YOUR OBJECTIVE: Copy all records exactly, excluding images.

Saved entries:

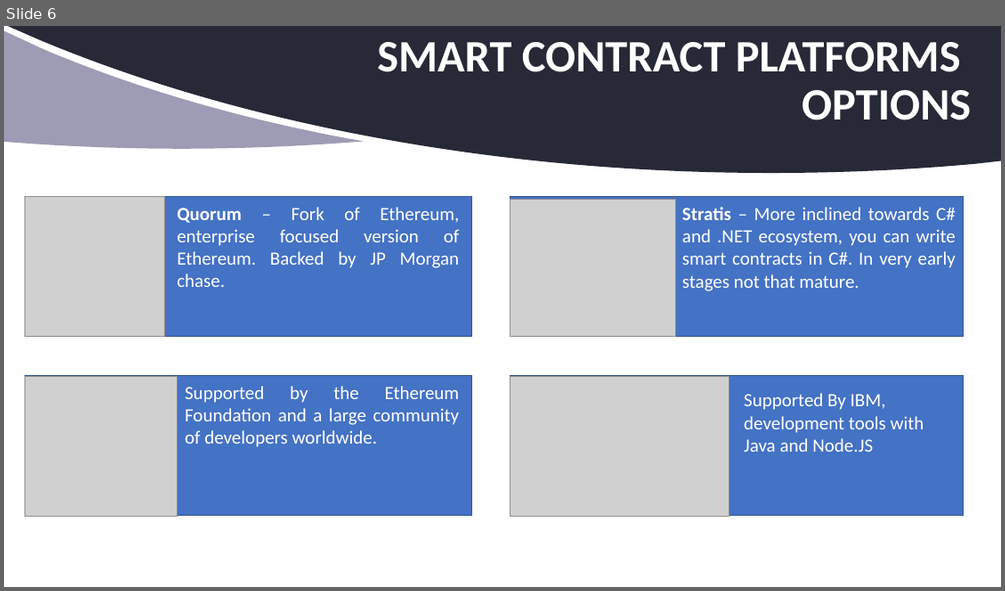
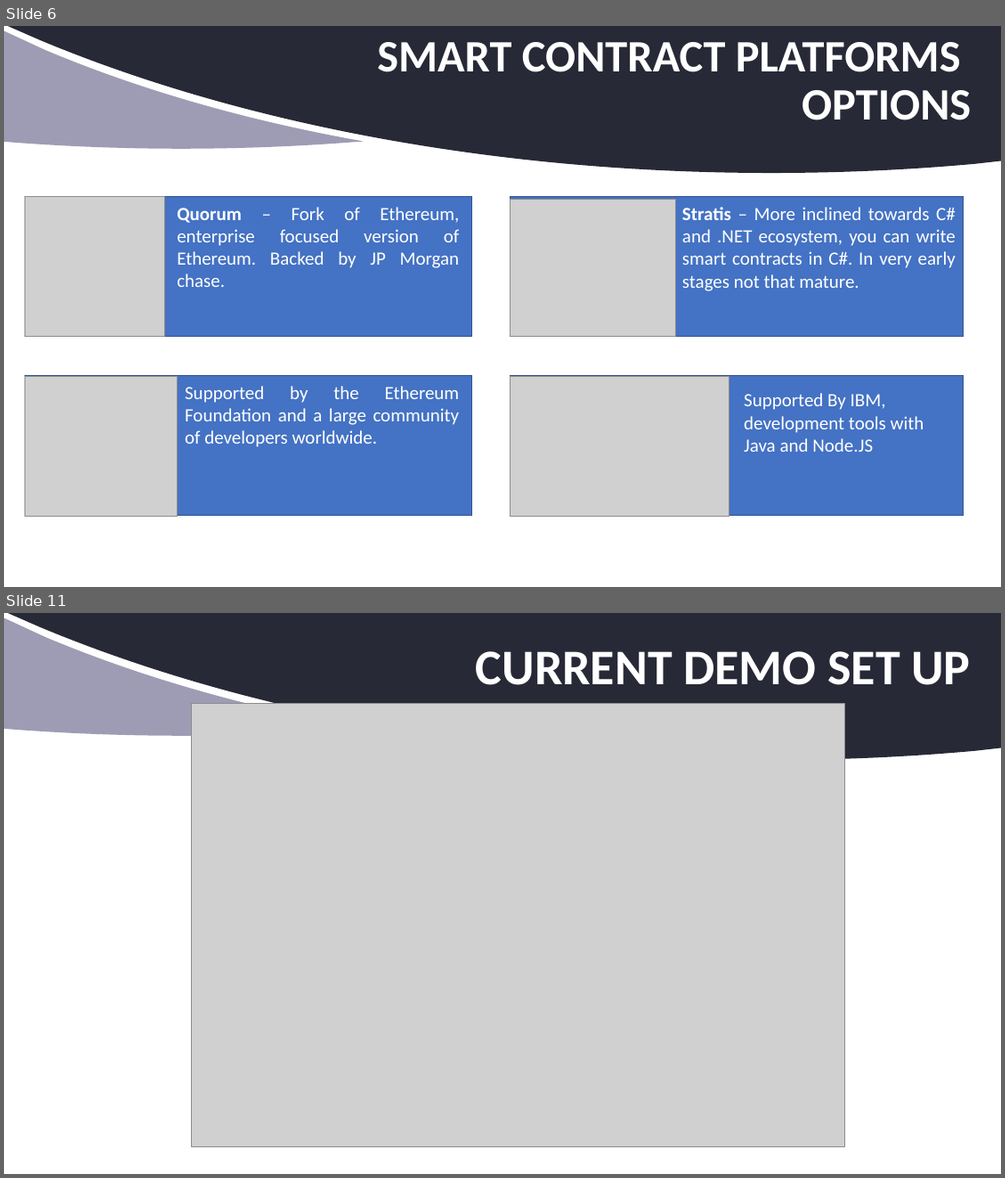
Before and after one commit to aamolgote/codecampnyc2018, a slide deck: PPTX/BAAS.pptx. Shown one above the other, each under a label of ours: slide 6 before the commit, slides 6 and 11 after it; the slides between them are not shown. The pictures are 1005x591 and 1005x1178 pixels, drawn with LibreOffice and Linux fonts; fonts in the diff are those of the drawing; grey boxes stand for pictures; background and template pictures are left out. Boxes give left, top, right and bottom in pixels: in the first picture for what was removed or moved away, otherwise in the second. Text is boxed around its words. In the diff, an @@ line names an element or a change of style, - is before the commit and + after.

```diff
--- a/PPTX/BAAS.pptx
+++ b/PPTX/BAAS.pptx
@@ slide 11 added at (4, 613, 1001, 1174), background #FFFFFF; not listed: 2 template elements that a slide beside it also shows @@
@@ title added at (476, 651, 970, 685), 48 pt, text #FFFFFF, bold @@
+CURRENT DEMO SET UP
@@ picture added at (192, 704, 845, 1147) @@
```
Also in this commit, not shown: 6 slides changed, 1 other slide added.

EXPECTED ANSWER:
Before and after one commit to aamolgote/codecampnyc2018, a slide deck: PPTX/BAAS.pptx. Shown one above the other, each under a label of ours: slide 6 before the commit, slides 6 and 11 after it; the slides between them are not shown. The pictures are 1005x591 and 1005x1178 pixels, drawn with LibreOffice and Linux fonts; fonts in the diff are those of the drawing; grey boxes stand for pictures; background and template pictures are left out. Boxes give left, top, right and bottom in pixels: in the first picture for what was removed or moved away, otherwise in the second. Text is boxed around its words. In the diff, an @@ line names an element or a change of style, - is before the commit and + after.

```diff
--- a/PPTX/BAAS.pptx
+++ b/PPTX/BAAS.pptx
@@ slide 11 added at (4, 613, 1001, 1174), background #FFFFFF; not listed: 2 template elements that a slide beside it also shows @@
@@ title added at (476, 651, 970, 685), 48 pt, text #FFFFFF, bold @@
+CURRENT DEMO SET UP
@@ picture added at (192, 704, 845, 1147) @@
```
Also in this commit, not shown: 6 slides changed, 1 other slide added.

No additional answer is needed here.